The modelling discussed here take its departure from the work on rolling contact by Parish.3, 4 While Parish made physical experiments, the experiments here are numerical. Finite element analysis for a large number of roller configurations are forming the basis for the functions involved, which provide an interpolation between results from the FE runs. Thereby the model can also be used to study other combinations of parameters than those used in the FE analysis. Also, the functions used are monotonic, giving reasonable behaviour outside the fitted interval to some extent.

A two-dimensional model of the contact between the rubber covered roller and the rigid roller was developed with the basic assumption that the rubber covered roller behaves elastically and that the conditions are constant along the roller. By this assumption, only a cut plane through the roller needs to be considered.

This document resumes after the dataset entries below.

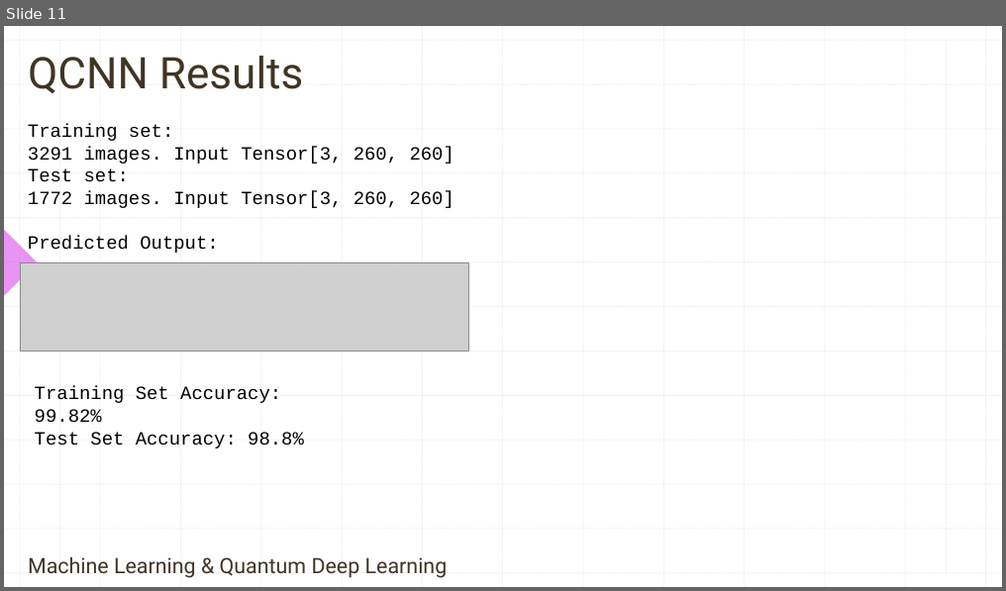
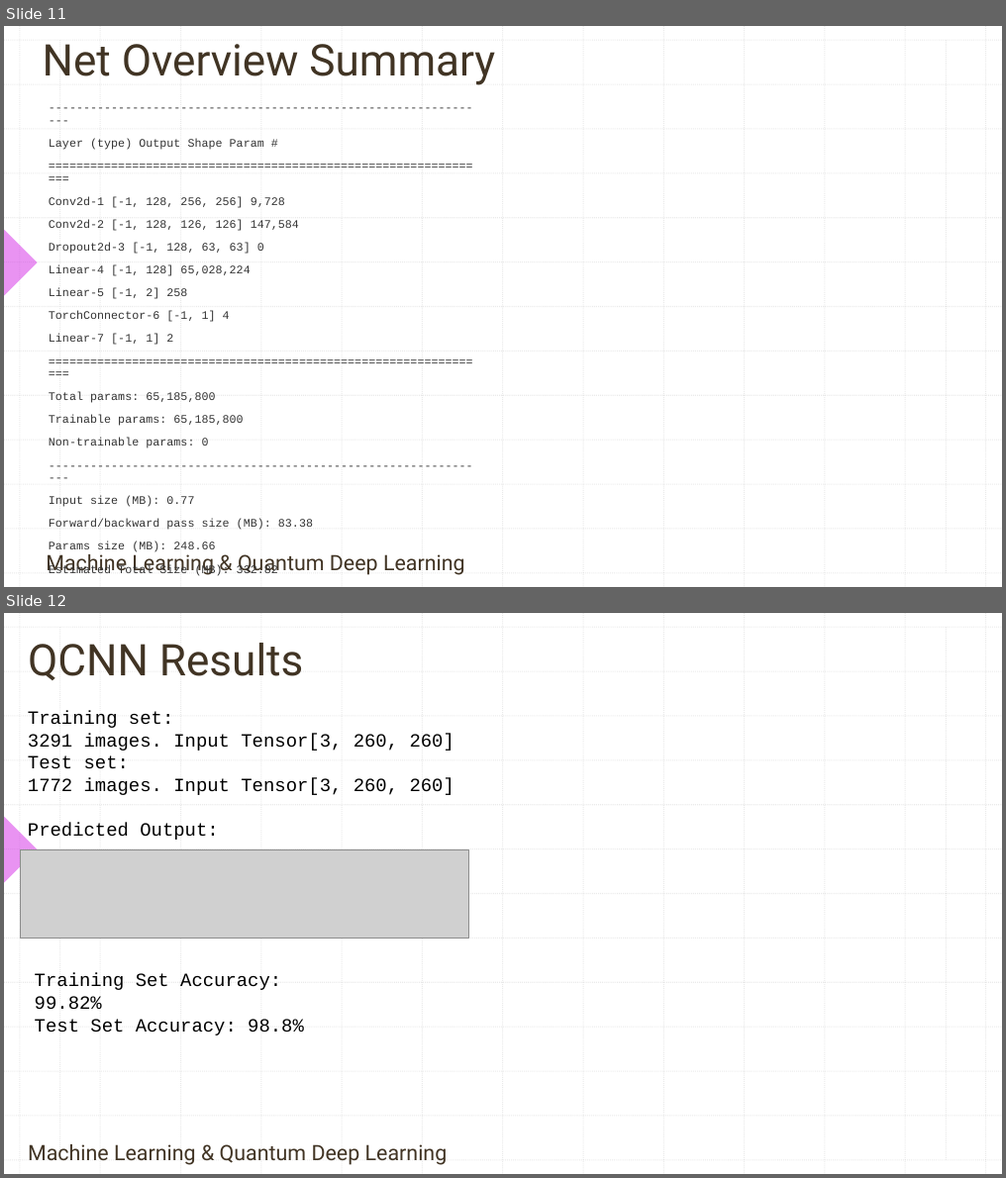
Before and after one commit to contepablod/QCNNCancerBinaryClassifier, a slide deck: QCNNCancerClassifier.pptx. Shown one above the other, each under a label of ours: slide 11 before the commit, slides 11 and 12 after it. The pictures are 1006x591 and 1006x1178 pixels, drawn with LibreOffice and Linux fonts; fonts in the diff are those of the drawing; grey boxes stand for pictures; background and template pictures are left out. Boxes give left, top, right and bottom in pixels: in the first picture for what was removed or moved away, otherwise in the second. Text is boxed around its words. In the diff, an @@ line names an element or a change of style, - is before the commit and + after.

```diff
--- a/QCNNCancerClassifier.pptx
+++ b/QCNNCancerClassifier.pptx
@@ slide 11 added at (4, 26, 1002, 587), background picture (left out); not listed: 29 template elements that a slide beside it also shows @@
@@ title added at (43, 44, 495, 85), 42 pt, text #413424 @@
+Net Overview Summary
@@ text added at (49, 139, 313, 553), 11.1 pt, text #333333 @@
+----------------------------------------------------------------
+Layer (type) Output Shape Param #
+================================================================
+Conv2d-1 [-1, 128, 256, 256] 9,728
+Conv2d-2 [-1, 128, 126, 126] 147,584
+Dropout2d-3 [-1, 128, 63, 63] 0
+Linear-4 [-1, 128] 65,028,224
+Linear-5 [-1, 2] 258
+TorchConnector-6 [-1, 1] 4
+Linear-7 [-1, 1] 2
+================================================================
+Total params: 65,185,800
+Trainable params: 65,185,800
+Non-trainable params: 0
+----------------------------------------------------------------
+Input size (MB): 0.77
+Forward/backward pass size (MB): 83.38
+Params size (MB): 248.66
+Estimated Total Size (MB): 332.82
@@ text added at (46, 551, 465, 576), 20.4 pt, text #413424 @@
+Machine Learning & Quantum Deep Learning
@@ what was slide 11 is now slide 12 @@
```
Also in this commit, not shown: 4 slides changed, 1 other file.

Moreover, the FE analysis was carried out as a quasi-static analysis, pressing a sector of the rigid roller radially into a sector of the rubber covered roller. This yields a symmetric pressure distribution in contrast to the slightly asymmetric distribution found in dynamic rolling conditions taking the hysteresis of the rubber into account. There are two main deviations of nip properties for the model presented here and the situation in practice, having rolling contact and a real rubber vulcanisate that always exhibits some material damping. The first is due to a general property of dynamically loaded rubber. In dynamic loading the shear modulus is higher compared to the quasi-static case. This can be compensated for by using a dynamic shear modulus obtained from say a sinusoidal double shear test. More about that can be found in Ref. 5. The other deviation is due to material damping. Consider again Fig. 1. Suppose that the rubber covered roller is turning clockwise. Then, there will be a continous loading of the rubber layer in the upper part of the nip and unloading in the lower part. This will yield a slight shift upwards in the location of the maximum pressure due to the simple fact that loading is stiffer than unloading due to hysteresis caused by material damping.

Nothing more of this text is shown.